Data supplied below:

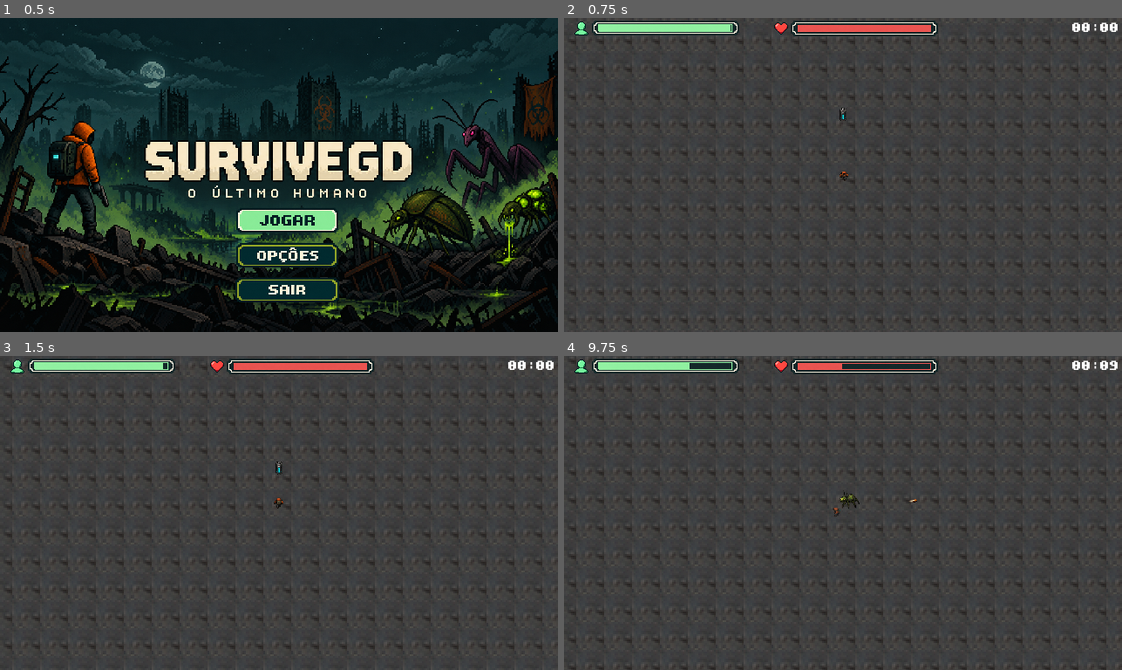
Above: before the commit, frames 1-4 (two rows, left to right).
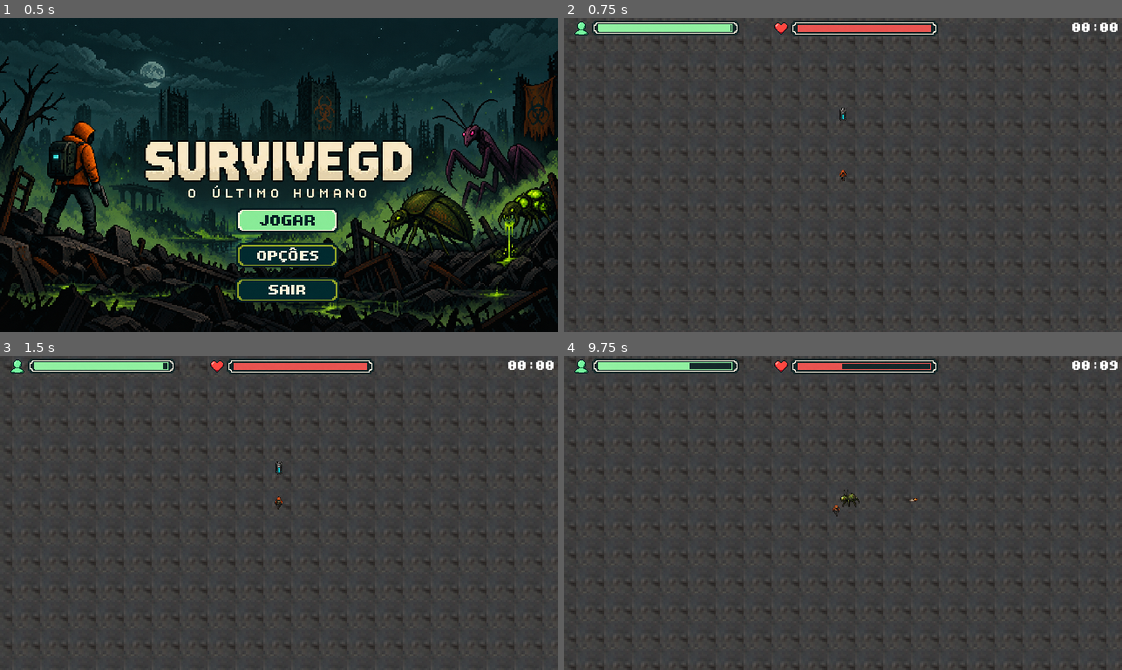
Above: after the commit, the same moments.

Repository: DevLucasOnly/DevLucasOnly-SurviveGD-Prototipo-de-Sobrevivencia-2D
Game: Godot game, scene res://scenes/main_menu.tscn
Same seed, same stepped clock (60 frames per second), same inputs: the game is played once before the commit and once after it.
Inputs (mouse positions are in pixels of both pictures, inside the frame that each line leads up to):
- Up to frame 1 (0.5 s): no input
- Up to frame 2 (0.75 s): click (848, 218) at 0.5 s
- Up to frame 3 (1.5 s): tap Enter at 1.25 s; move the mouse to (251, 575) at 1.27 s; press the mouse at (251, 575) at 1.28 s; hold W (move_up) from 1.28 s (still down)
- Up to frame 4 (9.75 s): move the mouse to (1010, 560) at 2.02 s; release the mouse at (1010, 560) at 2.03 s; click (1010, 560) at 2.1 s; move the mouse to (675, 465) at 2.77 s; release W (move_up) at 2.78 s; press the mouse at (675, 465) at 2.78 s; hold A (move_left) 2.78-4.28 s; move the mouse to (870, 513) at 3.52 s; release the mouse at (870, 513) at 3.53 s; click (870, 513) at 3.6 s; move the mouse to (759, 434) at 4.27 s; press the mouse at (759, 434) at 4.28 s; hold S (move_down) 4.28-5.03 s; move the mouse to (965, 497) at 5.02 s; release the mouse at (965, 497) at 5.03 s; hold D (move_right) 5.03-5.78 s; click (965, 497) at 5.1 s; move the mouse to (731, 528) at 5.77 s; press the mouse at (731, 528) at 5.78 s; hold W (move_up) 5.78-6.53 s; move the mouse to (898, 443) at 6.52 s; release the mouse at (898, 443) at 6.53 s; hold D (move_right) 6.53-8.78 s; click (898, 443) at 6.6 s; move the mouse to (815, 575) at 7.27 s; press the mouse at (815, 575) at 7.28 s; move the mouse to (1010, 560) at 8.02 s; release the mouse at (1010, 560) at 8.03 s; click (1010, 560) at 8.1 s; move the mouse to (675, 465) at 8.77 s; press the mouse at (675, 465) at 8.78 s; hold S (move_down) 8.78-9.53 s; move the mouse to (870, 513) at 9.52 s; release the mouse at (870, 513) at 9.53 s; hold A (move_left) from 9.53 s (still down); click (870, 513) at 9.6 s

Frame 1 is identical in both runs. In frame 2, less than 0.1% of the frame differs, in the area x 49-51%, y 48-52%; in frame 3, less than 0.1%; in frame 4, 0.1%, in the area x 48-64%, y 42-52%.

Commit message:
Feito o ajuste na animação de movimento do jogador

Diff:
--- a/scenes/Player.tscn
+++ b/scenes/Player.tscn
@@ -2,10 +2,10 @@
 
 [ext_resource type="Script" uid="uid://c7m4o7cacraer" path="res://scripts/player.gd" id="1_i0ldb"]
 [ext_resource type="PackedScene" uid="uid://dujdbk5baxpvi" path="res://scenes/projetil.tscn" id="2_3li8b"]
-[ext_resource type="Texture2D" uid="uid://bxh8k2kcdxc2k" path="res://assets/Player/insectoides.png" id="2_v6fml"]
+[ext_resource type="Texture2D" uid="uid://jkg8eu1qossp" path="res://assets/Player/Player_1280x1280.png" id="3_3li8b"]
 
 [sub_resource type="RectangleShape2D" id="RectangleShape2D_70d11"]
-size = Vector2(5, 6)
+size = Vector2(4, 7)
 
 [sub_resource type="Animation" id="Animation_3li8b"]
 length = 0.001
@@ -39,8 +39,59 @@
 "values": [0]
 }
 
+[sub_resource type="Animation" id="Animation_bruh7"]
+resource_name = "idle_down_left"
+length = 0.5
+loop_mode = 1
+tracks/0/type = "value"
+tracks/0/imported = false
+tracks/0/enabled = true
+tracks/0/path = NodePath("Sprite2D:frame")
+tracks/0/interp = 1
+tracks/0/loop_wrap = true
+tracks/0/keys = {
+"times": PackedFloat32Array(0),
+"transitions": PackedFloat32Array(1),
+"update": 1,
+"values": [9]
+}
+
+[sub_resource type="Animation" id="Animation_6eyey"]
+resource_name = "idle_down_right"
+length = 0.5
+loop_mode = 1
+tracks/0/type = "value"
+tracks/0/imported = false
+tracks/0/enabled = true
+tracks/0/path = NodePath("Sprite2D:frame")
+tracks/0/interp = 1
+tracks/0/loop_wrap = true
+tracks/0/keys = {
+"times": PackedFloat32Array(0),
+"transitions": PackedFloat32Array(1),
+"update": 1,
+"values": [13]
+}
+
+[sub_resource type="Animation" id="Animation_d3wef"]
+resource_name = "idle_left"
+length = 0.5
+loop_mode = 1
+tracks/0/type = "value"
+tracks/0/imported = false
+tracks/0/enabled = true
+tracks/0/path = NodePath("Sprite2D:frame")
+tracks/0/interp = 1
+tracks/0/loop_wrap = true
+tracks/0/keys = {
+"times": PackedFloat32Array(0),
+"transitions": PackedFloat32Array(1),
+"update": 1,
+"values": [16]
+}
+
 [sub_resource type="Animation" id="Animation_mdl7e"]
-resource_name = "idle_side"
+resource_name = "idle_right"
 length = 0.4
 loop_mode = 1
 tracks/0/type = "value"
@@ -53,86 +104,214 @@
 "times": PackedFloat32Array(0),
 "transitions": PackedFloat32Array(1),
 "update": 1,
-"values": [3]
+"values": [20]
 }
 
 [sub_resource type="Animation" id="Animation_70d11"]
 resource_name = "idle_up"
-length = 0.4
-loop_mode = 1
-tracks/0/type = "value"
-tracks/0/imported = false
-tracks/0/enabled = true
-tracks/0/path = NodePath("Sprite2D:frame")
-tracks/0/interp = 1
-tracks/0/loop_wrap = true
-tracks/0/keys = {
-"times": PackedFloat32Array(0),
-"transitions": PackedFloat32Array(1),
-"update": 1,
-"values": [1]
+length = 0.5
+loop_mode = 1
+tracks/0/type = "value"
+tracks/0/imported = false
+tracks/0/enabled = true
+tracks/0/path = NodePath("Sprite2D:frame")
+tracks/0/interp = 1
+tracks/0/loop_wrap = true
+tracks/0/keys = {
+"times": PackedFloat32Array(0),
+"transitions": PackedFloat32Array(1),
+"update": 1,
+"values": [24]
+}
+
+[sub_resource type="Animation" id="Animation_o4126"]
+resource_name = "idle_up_left"
+length = 0.5
+loop_mode = 1
+tracks/0/type = "value"
+tracks/0/imported = false
+tracks/0/enabled = true
+tracks/0/path = NodePath("Sprite2D:frame")
+tracks/0/interp = 1
+tracks/0/loop_wrap = true
+tracks/0/keys = {
+"times": PackedFloat32Array(0),
+"transitions": PackedFloat32Array(1),
+"update": 1,
+"values": [26]
+}
+
+[sub_resource type="Animation" id="Animation_lkdrv"]
+resource_name = "idle_up_right"
+length = 0.5
+loop_mode = 1
+tracks/0/type = "value"
+tracks/0/imported = false
+tracks/0/enabled = true
+tracks/0/path = NodePath("Sprite2D:frame")
+tracks/0/interp = 1
+tracks/0/loop_wrap = true
+tracks/0/keys = {
+"times": PackedFloat32Array(0),
+"transitions": PackedFloat32Array(1),
+"update": 1,
+"values": [29]
 }
 
 [sub_resource type="Animation" id="Animation_qu4a1"]
 resource_name = "walk_down"
-length = 0.7
-loop_mode = 1
-tracks/0/type = "value"
-tracks/0/imported = false
-tracks/0/enabled = true
-tracks/0/path = NodePath("Sprite2D:frame")
-tracks/0/interp = 1
-tracks/0/loop_wrap = true
-tracks/0/keys = {
-"times": PackedFloat32Array(0, 0.033333335, 0.06666667, 0.1),
+length = 0.5
+tracks/0/type = "value"
+tracks/0/imported = false
+tracks/0/enabled = true
+tracks/0/path = NodePath("Sprite2D:frame")
+tracks/0/interp = 1
+tracks/0/loop_wrap = true
+tracks/0/keys = {
+"times": PackedFloat32Array(0, 0.033333335, 0.06666667, 0.10000001, 0.13333334, 0.16666667, 0.20000002, 0.23333335),
+"transitions": PackedFloat32Array(1, 1, 1, 1, 1, 1, 1, 1),
+"update": 1,
+"values": [0, 1, 2, 3, 4, 5, 6, 7]
+}
+
+[sub_resource type="Animation" id="Animation_p7iby"]
+resource_name = "walk_down_left"
+length = 0.5
+loop_mode = 1
+tracks/0/type = "value"
+tracks/0/imported = false
+tracks/0/enabled = true
+tracks/0/path = NodePath("Sprite2D:frame")
+tracks/0/interp = 1
+tracks/0/loop_wrap = true
+tracks/0/keys = {
+"times": PackedFloat32Array(0, 0.033333335, 0.06666667, 0.10000001),
 "transitions": PackedFloat32Array(1, 1, 1, 1),
 "update": 1,
-"values": [5, 5, 6, 7]
+"values": [8, 9, 10, 11]
+}
+
+[sub_resource type="Animation" id="Animation_0rnld"]
+resource_name = "walk_down_right"
+length = 0.5
+loop_mode = 1
+tracks/0/type = "value"
+tracks/0/imported = false
+tracks/0/enabled = true
+tracks/0/path = NodePath("Sprite2D:frame")
+tracks/0/interp = 1
+tracks/0/loop_wrap = true
+tracks/0/keys = {
+"times": PackedFloat32Array(0, 0.033333335, 0.06666667, 0.10000001, 0.13333334),
+"transitions": PackedFloat32Array(1, 1, 1, 1, 1),
+"update": 1,
+"values": [55, 56, 57, 58, 59]
+}
+
+[sub_resource type="Animation" id="Animation_srp4u"]
+resource_name = "walk_left"
+length = 0.5
+loop_mode = 1
+tracks/0/type = "value"
+tracks/0/imported = false
+tracks/0/enabled = true
+tracks/0/path = NodePath("Sprite2D:frame")
+tracks/0/interp = 1
+tracks/0/loop_wrap = true
+tracks/0/keys = {
+"times": PackedFloat32Array(0, 0.033333335, 0.06666667, 0.10000001),
+"transitions": PackedFloat32Array(1, 1, 1, 1),
+"update": 1,
+"values": [16, 17, 18, 19]
 }
 
 [sub_resource type="Animation" id="Animation_cw2d6"]
-resource_name = "walk_side"
-length = 0.6
-loop_mode = 1
-tracks/0/type = "value"
-tracks/0/imported = false
-tracks/0/enabled = true
-tracks/0/path = NodePath("Sprite2D:frame")
-tracks/0/interp = 1
-tracks/0/loop_wrap = true
-tracks/0/keys = {
-"times": PackedFloat32Array(0.04, 0.16666667),
-"transitions": PackedFloat32Array(1, 1),
-"update": 1,
-"values": [3, 12]
+resource_name = "walk_right"
+length = 0.5
+loop_mode = 1
+tracks/0/type = "value"
+tracks/0/imported = false
+tracks/0/enabled = true
+tracks/0/path = NodePath("Sprite2D:frame")
+tracks/0/interp = 1
+tracks/0/loop_wrap = true
+tracks/0/keys = {
+"times": PackedFloat32Array(0, 0.033333335, 0.06666667, 0.10000001, 0.13333334, 0.16666667, 0.20000002),
+"transitions": PackedFloat32Array(1, 1, 1, 1, 1, 1, 1),
+"update": 1,
+"values": [45, 46, 47, 48, 49, 50, 51]
 }
 
 [sub_resource type="Animation" id="Animation_khinc"]
 resource_name = "walk_up"
-length = 0.7
-loop_mode = 1
-tracks/0/type = "value"
-tracks/0/imported = false
-tracks/0/enabled = true
-tracks/0/path = NodePath("Sprite2D:frame")
-tracks/0/interp = 1
-tracks/0/loop_wrap = true
-tracks/0/keys = {
-"times": PackedFloat32Array(0, 0.033333335, 0.06666667, 0.1),
+length = 0.5
+loop_mode = 1
+tracks/0/type = "value"
+tracks/0/imported = false
+tracks/0/enabled = true
+tracks/0/path = NodePath("Sprite2D:frame")
+tracks/0/interp = 1
+tracks/0/loop_wrap = true
+tracks/0/keys = {
+"times": PackedFloat32Array(0, 0.033333335, 0.06666667, 0.10000001, 0.13333334, 0.16666667),
+"transitions": PackedFloat32Array(1, 1, 1, 1, 1, 1),
+"update": 1,
+"values": [32, 33, 34, 35, 36, 37]
+}
+
+[sub_resource type="Animation" id="Animation_jfpux"]
+resource_name = "walk_up_left"
+length = 0.5
+loop_mode = 1
+tracks/0/type = "value"
+tracks/0/imported = false
+tracks/0/enabled = true
+tracks/0/path = NodePath("Sprite2D:frame")
+tracks/0/interp = 1
+tracks/0/loop_wrap = true
+tracks/0/keys = {
+"times": PackedFloat32Array(0, 0.033333335, 0.06666667, 0.10000001),
 "transitions": PackedFloat32Array(1, 1, 1, 1),
 "update": 1,
-"values": [8, 9, 10, 11]
+"values": [24, 25, 26, 27]
+}
+
+[sub_resource type="Animation" id="Animation_61ith"]
+resource_name = "walk_up_right"
+length = 0.5
+loop_mode = 1
+tracks/0/type = "value"
+tracks/0/imported = false
+tracks/0/enabled = true
+tracks/0/path = NodePath("Sprite2D:frame")
+tracks/0/interp = 1
+tracks/0/loop_wrap = true
+tracks/0/keys = {
+"times": PackedFloat32Array(0, 0.033333335, 0.06666667),
+"transitions": PackedFloat32Array(1, 1, 1),
+"update": 1,
+"values": [28, 29, 30]
 }
 
 [sub_resource type="AnimationLibrary" id="AnimationLibrary_qu4a1"]
 _data = {
 &"RESET": SubResource("Animation_3li8b"),
 &"idle_down": SubResource("Animation_v6fml"),
-&"idle_side": SubResource("Animation_mdl7e"),
+&"idle_down_left": SubResource("Animation_bruh7"),
+&"idle_down_right": SubResource("Animation_6eyey"),
+&"idle_left": SubResource("Animation_d3wef"),
+&"idle_right": SubResource("Animation_mdl7e"),
 &"idle_up": SubResource("Animation_70d11"),
+&"idle_up_left": SubResource("Animation_o4126"),
+&"idle_up_right": SubResource("Animation_lkdrv"),
 &"walk_down": SubResource("Animation_qu4a1"),
-&"walk_side": SubResource("Animation_cw2d6"),
-&"walk_up": SubResource("Animation_khinc")
+&"walk_down_left": SubResource("Animation_p7iby"),
+&"walk_down_right": SubResource("Animation_0rnld"),
+&"walk_left": SubResource("Animation_srp4u"),
+&"walk_right": SubResource("Animation_cw2d6"),
+&"walk_up": SubResource("Animation_khinc"),
+&"walk_up_left": SubResource("Animation_jfpux"),
+&"walk_up_right": SubResource("Animation_61ith")
 }
 
 [node name="Player" type="CharacterBody2D" unique_id=1449373304 groups=["jogador"]]
@@ -142,16 +321,15 @@
 projetil_cena = ExtResource("2_3li8b")
 
 [node name="Sprite2D" type="Sprite2D" parent="." unique_id=691460397]
-position = Vector2(0, 2.3841858e-07)
-scale = Vector2(0.07594937, 0.049689442)
-texture = ExtResource("2_v6fml")
+scale = Vector2(0.05, 0.051)
+texture = ExtResource("3_3li8b")
 hframes = 8
-vframes = 2
-region_enabled = true
-region_rect = Rect2(-5.4888916, 2.31102, 1268.365, 322.78748)
+vframes = 8
+frame = 28
+region_rect = Rect2(5.105484, 3.6053505, 1249.3036, 1261.4144)
 
 [node name="CollisionShape2D" type="CollisionShape2D" parent="." unique_id=431914994]
-position = Vector2(0.5, 0)
+position = Vector2(0, 0.5)
 shape = SubResource("RectangleShape2D_70d11")
 
 [node name="AnimationPlayer" type="AnimationPlayer" parent="." unique_id=73426016]

End of Data supplied.

- Exercise objective
Provide an exact copy of only the lines from the beginning of the entries through the line containing "- Up to frame 2", both ends included, with no pictures.

- Answer
Above: before the commit, frames 1-4 (two rows, left to right).
Above: after the commit, the same moments.

Repository: DevLucasOnly/DevLucasOnly-SurviveGD-Prototipo-de-Sobrevivencia-2D
Game: Godot game, scene res://scenes/main_menu.tscn
Same seed, same stepped clock (60 frames per second), same inputs: the game is played once before the commit and once after it.
Inputs (mouse positions are in pixels of both pictures, inside the frame that each line leads up to):
- Up to frame 1 (0.5 s): no input
- Up to frame 2 (0.75 s): click (848, 218) at 0.5 s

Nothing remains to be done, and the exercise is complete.